Video codecs are able to do their job because a video signal adheres to certain rules. These rules are few and simple to follow. An incoming video signal comprises frames in a set resolution, transmitted at a set frame rate. Data needing to be compressed on your hard drive could be one of many different formats, each of which would have its own rule set for how the data is formatted.

Ten years ago, when the first video codec standards started to emerge, all the work of compressing and decompressing the video signal had to be done within specialized chips. The CPUs back then were unable to perform the necessary calculations fast enough. With today's speedy processors, most video decompression can occur on the desktop computer without the need for special video cards or extra video-specific processors.

All Codecs are Created Equal

Every video codec works in essentially the same manner: They take an incoming video stream, compress the signal by deleting extraneous or duplicate information, and transmit it. At the receiving end, the codec decompresses the signal and displays it on the monitor or television.

The primary separation between all codecs is how tight or how fast they can compress the stream. Tight compression results in a smaller amount of bandwidth being used for transmission or storage but may require more processing horsepower than is available in a given amount of time, resulting in the inability to compress the signal in real time. Faster compressors may take shortcuts to get to the end result, leaving a video signal that does not retain all the original quality and clarity or isn't compressed as tightly. The trick is to find the balance between small files and real-time compression that gives the best quality.

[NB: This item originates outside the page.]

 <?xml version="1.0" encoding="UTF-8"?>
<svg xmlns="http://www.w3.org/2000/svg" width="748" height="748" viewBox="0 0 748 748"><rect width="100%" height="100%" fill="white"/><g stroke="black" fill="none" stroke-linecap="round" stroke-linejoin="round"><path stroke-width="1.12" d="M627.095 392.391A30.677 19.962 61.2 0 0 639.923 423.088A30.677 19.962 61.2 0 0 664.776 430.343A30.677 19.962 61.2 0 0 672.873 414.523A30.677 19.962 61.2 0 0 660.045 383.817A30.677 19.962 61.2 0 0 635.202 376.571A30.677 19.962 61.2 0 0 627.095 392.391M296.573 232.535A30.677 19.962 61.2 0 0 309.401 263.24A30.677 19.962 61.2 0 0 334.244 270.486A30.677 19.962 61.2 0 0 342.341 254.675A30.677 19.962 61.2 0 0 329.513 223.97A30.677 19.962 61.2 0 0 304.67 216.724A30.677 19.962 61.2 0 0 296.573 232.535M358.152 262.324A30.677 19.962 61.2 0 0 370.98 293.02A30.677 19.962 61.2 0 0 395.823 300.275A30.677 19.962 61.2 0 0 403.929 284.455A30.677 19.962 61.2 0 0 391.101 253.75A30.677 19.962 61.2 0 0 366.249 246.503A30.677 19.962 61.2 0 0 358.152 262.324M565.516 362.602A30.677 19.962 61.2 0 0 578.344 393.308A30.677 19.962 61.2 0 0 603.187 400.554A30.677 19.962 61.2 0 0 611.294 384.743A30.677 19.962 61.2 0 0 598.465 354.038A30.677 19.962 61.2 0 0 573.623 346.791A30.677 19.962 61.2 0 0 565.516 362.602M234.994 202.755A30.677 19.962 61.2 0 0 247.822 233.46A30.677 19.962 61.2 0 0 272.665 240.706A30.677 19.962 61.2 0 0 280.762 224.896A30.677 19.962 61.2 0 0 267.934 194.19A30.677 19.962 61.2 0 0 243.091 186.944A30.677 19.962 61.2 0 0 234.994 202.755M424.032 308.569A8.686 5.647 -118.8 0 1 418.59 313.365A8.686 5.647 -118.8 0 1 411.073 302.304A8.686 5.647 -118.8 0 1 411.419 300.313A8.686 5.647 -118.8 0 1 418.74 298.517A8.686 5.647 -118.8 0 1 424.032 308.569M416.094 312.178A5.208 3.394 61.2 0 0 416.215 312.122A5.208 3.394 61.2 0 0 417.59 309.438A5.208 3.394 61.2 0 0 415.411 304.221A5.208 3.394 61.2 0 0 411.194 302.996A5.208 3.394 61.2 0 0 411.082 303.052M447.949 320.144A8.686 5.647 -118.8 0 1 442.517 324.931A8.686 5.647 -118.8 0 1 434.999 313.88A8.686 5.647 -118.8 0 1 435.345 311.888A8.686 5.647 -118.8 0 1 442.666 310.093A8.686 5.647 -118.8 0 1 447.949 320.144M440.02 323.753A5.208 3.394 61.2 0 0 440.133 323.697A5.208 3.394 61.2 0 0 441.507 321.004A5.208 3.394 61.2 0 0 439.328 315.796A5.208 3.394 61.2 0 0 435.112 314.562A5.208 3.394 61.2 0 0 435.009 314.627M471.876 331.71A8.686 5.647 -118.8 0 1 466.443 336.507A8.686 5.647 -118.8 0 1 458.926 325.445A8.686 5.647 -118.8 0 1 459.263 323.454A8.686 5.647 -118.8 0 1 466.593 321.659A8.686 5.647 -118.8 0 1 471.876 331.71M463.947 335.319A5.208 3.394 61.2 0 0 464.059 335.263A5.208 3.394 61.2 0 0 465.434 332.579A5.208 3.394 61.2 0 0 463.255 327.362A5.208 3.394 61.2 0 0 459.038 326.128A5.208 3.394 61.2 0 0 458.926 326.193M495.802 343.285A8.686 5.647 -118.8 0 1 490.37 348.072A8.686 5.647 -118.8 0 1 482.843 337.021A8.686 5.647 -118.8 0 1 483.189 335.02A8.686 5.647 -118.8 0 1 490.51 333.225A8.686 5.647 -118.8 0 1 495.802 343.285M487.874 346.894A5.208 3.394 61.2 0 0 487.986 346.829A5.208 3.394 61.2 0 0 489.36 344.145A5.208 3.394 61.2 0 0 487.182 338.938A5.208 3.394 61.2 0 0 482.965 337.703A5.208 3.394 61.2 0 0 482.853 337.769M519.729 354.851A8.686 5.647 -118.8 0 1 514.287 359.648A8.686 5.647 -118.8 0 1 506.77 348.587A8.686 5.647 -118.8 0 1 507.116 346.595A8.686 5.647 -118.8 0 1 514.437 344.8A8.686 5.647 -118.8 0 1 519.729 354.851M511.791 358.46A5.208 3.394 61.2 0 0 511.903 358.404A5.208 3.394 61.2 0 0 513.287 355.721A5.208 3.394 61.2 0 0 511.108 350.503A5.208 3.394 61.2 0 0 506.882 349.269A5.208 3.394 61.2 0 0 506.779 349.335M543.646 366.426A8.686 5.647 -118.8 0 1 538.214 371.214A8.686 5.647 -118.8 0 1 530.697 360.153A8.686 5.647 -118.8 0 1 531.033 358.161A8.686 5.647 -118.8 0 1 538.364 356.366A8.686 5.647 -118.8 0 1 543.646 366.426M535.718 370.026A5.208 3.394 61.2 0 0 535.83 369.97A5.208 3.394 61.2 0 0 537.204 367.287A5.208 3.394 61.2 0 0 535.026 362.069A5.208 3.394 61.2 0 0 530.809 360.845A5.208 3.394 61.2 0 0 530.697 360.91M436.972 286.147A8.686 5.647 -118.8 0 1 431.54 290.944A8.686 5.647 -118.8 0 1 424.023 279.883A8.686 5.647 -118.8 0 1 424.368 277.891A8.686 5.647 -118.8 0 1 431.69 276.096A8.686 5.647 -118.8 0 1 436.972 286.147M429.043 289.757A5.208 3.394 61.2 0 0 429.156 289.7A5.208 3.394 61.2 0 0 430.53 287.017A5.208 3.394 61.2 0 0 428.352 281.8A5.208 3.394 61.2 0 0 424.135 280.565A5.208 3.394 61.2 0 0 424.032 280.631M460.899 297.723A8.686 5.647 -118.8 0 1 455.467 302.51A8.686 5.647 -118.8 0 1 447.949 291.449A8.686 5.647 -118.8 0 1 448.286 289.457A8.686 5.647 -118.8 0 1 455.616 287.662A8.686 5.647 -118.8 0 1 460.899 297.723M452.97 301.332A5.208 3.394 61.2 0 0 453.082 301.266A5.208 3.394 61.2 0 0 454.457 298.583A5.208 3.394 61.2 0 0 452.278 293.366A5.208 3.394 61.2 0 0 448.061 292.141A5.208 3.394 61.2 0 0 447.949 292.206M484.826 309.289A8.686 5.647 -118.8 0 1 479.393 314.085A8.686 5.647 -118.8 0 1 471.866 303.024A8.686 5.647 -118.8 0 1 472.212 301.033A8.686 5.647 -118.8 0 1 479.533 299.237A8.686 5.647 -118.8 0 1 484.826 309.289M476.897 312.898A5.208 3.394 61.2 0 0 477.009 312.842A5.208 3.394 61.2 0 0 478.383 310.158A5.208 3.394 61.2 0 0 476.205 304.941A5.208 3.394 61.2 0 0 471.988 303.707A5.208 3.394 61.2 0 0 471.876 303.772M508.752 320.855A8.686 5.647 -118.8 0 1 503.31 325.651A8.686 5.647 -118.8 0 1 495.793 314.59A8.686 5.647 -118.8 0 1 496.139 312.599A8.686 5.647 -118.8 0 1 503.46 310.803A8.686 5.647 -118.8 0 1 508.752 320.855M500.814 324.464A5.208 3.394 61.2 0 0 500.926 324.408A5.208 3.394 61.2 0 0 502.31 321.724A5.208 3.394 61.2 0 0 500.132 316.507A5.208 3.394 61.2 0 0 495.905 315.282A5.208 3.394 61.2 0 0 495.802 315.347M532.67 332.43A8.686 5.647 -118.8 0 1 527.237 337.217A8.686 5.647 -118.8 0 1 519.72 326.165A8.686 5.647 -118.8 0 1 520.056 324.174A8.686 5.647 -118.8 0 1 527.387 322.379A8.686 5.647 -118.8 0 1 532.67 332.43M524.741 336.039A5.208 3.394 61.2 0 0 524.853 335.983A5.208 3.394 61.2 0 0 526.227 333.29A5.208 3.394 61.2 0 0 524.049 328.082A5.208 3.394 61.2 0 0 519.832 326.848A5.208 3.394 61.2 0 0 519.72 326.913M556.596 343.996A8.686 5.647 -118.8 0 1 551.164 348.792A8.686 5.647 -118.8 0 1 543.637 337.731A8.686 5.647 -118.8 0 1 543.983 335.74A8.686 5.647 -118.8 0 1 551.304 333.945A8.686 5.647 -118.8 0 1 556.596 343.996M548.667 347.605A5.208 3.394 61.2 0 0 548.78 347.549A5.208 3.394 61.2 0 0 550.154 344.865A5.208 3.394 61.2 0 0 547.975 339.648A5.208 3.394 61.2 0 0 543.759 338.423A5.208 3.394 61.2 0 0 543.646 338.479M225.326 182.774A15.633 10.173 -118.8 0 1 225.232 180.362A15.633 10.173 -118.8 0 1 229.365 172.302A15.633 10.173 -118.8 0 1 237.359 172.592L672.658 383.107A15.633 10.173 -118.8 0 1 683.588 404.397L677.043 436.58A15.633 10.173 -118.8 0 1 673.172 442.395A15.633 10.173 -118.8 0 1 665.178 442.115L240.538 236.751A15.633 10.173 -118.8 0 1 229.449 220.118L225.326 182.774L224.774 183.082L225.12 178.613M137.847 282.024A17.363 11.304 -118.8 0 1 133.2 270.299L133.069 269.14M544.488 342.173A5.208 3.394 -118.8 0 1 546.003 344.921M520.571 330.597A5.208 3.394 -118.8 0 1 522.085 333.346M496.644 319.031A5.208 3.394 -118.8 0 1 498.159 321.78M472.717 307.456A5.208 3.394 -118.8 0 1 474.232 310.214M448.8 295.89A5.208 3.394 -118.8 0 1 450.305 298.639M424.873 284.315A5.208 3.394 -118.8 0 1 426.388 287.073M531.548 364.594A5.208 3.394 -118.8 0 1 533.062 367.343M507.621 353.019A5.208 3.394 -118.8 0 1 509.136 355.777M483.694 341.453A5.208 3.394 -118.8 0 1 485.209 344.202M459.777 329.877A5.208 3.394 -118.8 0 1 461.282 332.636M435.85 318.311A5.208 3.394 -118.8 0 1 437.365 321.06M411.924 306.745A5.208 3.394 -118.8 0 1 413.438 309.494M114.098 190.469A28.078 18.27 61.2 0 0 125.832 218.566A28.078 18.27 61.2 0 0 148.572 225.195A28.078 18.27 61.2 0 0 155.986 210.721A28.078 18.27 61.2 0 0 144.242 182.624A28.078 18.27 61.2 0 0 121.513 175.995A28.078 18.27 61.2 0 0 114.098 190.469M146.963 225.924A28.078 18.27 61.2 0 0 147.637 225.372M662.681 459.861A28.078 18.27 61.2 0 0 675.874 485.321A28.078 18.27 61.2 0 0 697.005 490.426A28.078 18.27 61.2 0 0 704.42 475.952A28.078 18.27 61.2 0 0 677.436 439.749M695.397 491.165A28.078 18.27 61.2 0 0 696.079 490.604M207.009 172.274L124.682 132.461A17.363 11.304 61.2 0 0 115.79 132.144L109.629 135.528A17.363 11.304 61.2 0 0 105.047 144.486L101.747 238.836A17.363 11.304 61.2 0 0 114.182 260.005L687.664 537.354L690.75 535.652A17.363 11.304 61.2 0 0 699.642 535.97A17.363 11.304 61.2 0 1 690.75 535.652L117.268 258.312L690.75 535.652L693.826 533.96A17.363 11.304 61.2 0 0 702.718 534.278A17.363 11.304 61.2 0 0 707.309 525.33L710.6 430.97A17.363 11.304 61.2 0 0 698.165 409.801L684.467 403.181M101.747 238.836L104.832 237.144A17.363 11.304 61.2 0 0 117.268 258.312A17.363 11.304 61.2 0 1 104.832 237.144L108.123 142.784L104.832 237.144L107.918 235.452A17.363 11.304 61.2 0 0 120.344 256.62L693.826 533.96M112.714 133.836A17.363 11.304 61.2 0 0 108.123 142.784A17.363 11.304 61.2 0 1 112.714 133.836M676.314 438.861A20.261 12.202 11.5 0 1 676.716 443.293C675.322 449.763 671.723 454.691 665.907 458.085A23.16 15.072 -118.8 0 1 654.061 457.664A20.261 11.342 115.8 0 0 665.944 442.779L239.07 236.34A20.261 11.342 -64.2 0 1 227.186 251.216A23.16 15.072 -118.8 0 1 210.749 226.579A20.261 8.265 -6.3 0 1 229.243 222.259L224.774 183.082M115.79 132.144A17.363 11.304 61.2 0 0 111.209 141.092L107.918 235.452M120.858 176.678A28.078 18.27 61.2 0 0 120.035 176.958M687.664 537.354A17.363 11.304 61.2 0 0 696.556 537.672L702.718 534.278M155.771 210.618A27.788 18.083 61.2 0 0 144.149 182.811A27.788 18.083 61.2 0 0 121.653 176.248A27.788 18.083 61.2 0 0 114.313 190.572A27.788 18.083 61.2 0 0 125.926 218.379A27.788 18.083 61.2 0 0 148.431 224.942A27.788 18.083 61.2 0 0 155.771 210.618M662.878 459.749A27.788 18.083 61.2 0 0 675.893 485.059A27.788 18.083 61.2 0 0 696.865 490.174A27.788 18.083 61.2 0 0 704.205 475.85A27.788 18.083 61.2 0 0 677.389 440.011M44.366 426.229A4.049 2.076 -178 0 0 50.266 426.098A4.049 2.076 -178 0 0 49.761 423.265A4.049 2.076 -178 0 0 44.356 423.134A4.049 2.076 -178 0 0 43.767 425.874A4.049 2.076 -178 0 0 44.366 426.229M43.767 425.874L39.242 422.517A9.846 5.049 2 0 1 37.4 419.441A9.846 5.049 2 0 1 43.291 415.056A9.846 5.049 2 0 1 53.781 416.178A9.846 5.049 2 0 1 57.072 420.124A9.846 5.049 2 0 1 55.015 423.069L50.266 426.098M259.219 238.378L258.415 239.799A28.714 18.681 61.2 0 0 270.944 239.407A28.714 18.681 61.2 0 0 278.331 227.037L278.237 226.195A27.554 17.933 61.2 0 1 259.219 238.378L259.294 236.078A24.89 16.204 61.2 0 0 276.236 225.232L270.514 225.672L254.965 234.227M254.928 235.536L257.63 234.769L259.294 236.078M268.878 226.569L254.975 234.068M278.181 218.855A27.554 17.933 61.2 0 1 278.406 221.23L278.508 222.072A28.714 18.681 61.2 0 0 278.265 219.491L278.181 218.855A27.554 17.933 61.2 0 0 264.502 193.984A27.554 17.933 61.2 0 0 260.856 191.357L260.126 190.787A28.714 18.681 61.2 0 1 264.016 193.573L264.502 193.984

Video codecs are typically classified as lossy or lossless. Typically, lossy means a visible loss of quality, whereas lossless defines an image with imperceptible loss. Truth be told, most video codecs are lossy to some extent. Because video quality is subjective, some amount of loss is acceptable without degrading the experience.

The MPEG Family

The most recognizable form of video codec is the MPEG (Motion Picture Experts Group) family. MPEG started out as a committee dream back in 1988, and the first standard was formalized in November 1992 as MPEG-1 (ISO/IEC 11172). Leonardo Chairiglione and Hiroshi Yasuda are the fathers of the MPEG standards we use today. MPEG-1 began as a standard for broadcasting noninterlaced (progressive scan) video and audio at a combined constant bit rate of 1.5 Mbps. The video portion of the signal occupies 1.15 Mbps, and the audio occupies the remainder.

MPEG-1 was designed as a motion-based extension to the JPEG (Joint Photographic Experts Group) still-image format, which was gaining wide popularity in the desktop publishing world. MPEG-1 can also trace its roots back to the H.261 video standard used for teleconferencing. The MPEG-1 bitstream is broken into three main pieces: system, video and audio. System covers the bitstream itself and its format. The video and audio sections are the compressed streams.

Video Stream Click here to enlarge

The video stream is created as a constant bit rate comprising the individual frames. These frames are described as an I (intraframe), P (predicted) or B (bidirectional) frame. Intraframes contain all the data necessary to describe that particular frame and are found as the beginning structure of a GOP (group of pictures). Predicted frames are described as the difference between themselves and the previous I or P frame. A basic MPEG stream is thereby created as an I frame followed by 11 to 14 P frames before the next I frame.

The MPEG-1 stream can also use the B frame between an I frame and a P frame or between two P frames. Two B frames are typically between the I or P frames. The B frame describes itself as the difference between the previous frame and the following frame.

Use of the B frames requires more RAM on both the encoder and the decoder. On the encode side, the frames to be compressed as B frames have to be stored and kept until the eventual P frame is calculated. On the decode side, the B frames need to be stored until the P frame arrives and the decoding process can occur.

Going a step deeper into the stream is the macroblock, which is a collection of pixels or PELs (picture elements). The PELs within the macroblock are compressed, then the motion for the block is predicted according to whether the frame is an I, B or P frame. The motion is defined as the movement or change in position of PELs from one frame to the next (see "Video Stream" diagram, above).

The macroblock is one of the differences between MPEG-1 and MPEG-2 (ISO 13818). The size of the macroblock in an MPEG-2 is variable and can include more information than in MPEG-1. This provides the variable bit rate common in MPEG-2 streams. The stream maintains a maximum bit rate, which can actually be lower because of the video being encoded. The encoder thereby can simplify the stream and the number of macroblocks if large areas of the image are not changing much.

MPEG-2 also has support for better audio. MPEG-1 supports only stereo audio synchronized within the stream. MPEG-2 separates the audio, allowing for anything from stereo to multiple channel surround sound to be included with the stream. On the video-quality side, MPEG-2 introduced the ability to encode 10-bit color information, along with handling interlaced video signals.

MPEG-2 can deliver content in one of two forms: as a program or transport stream. A program stream combines audio and video streams sharing a common time base. Since the audio and video are synced together, a program stream is designed for relatively error-free environments. Packet length is variable and has no set limit beyond the Ethernet limit of 4,000 bytes.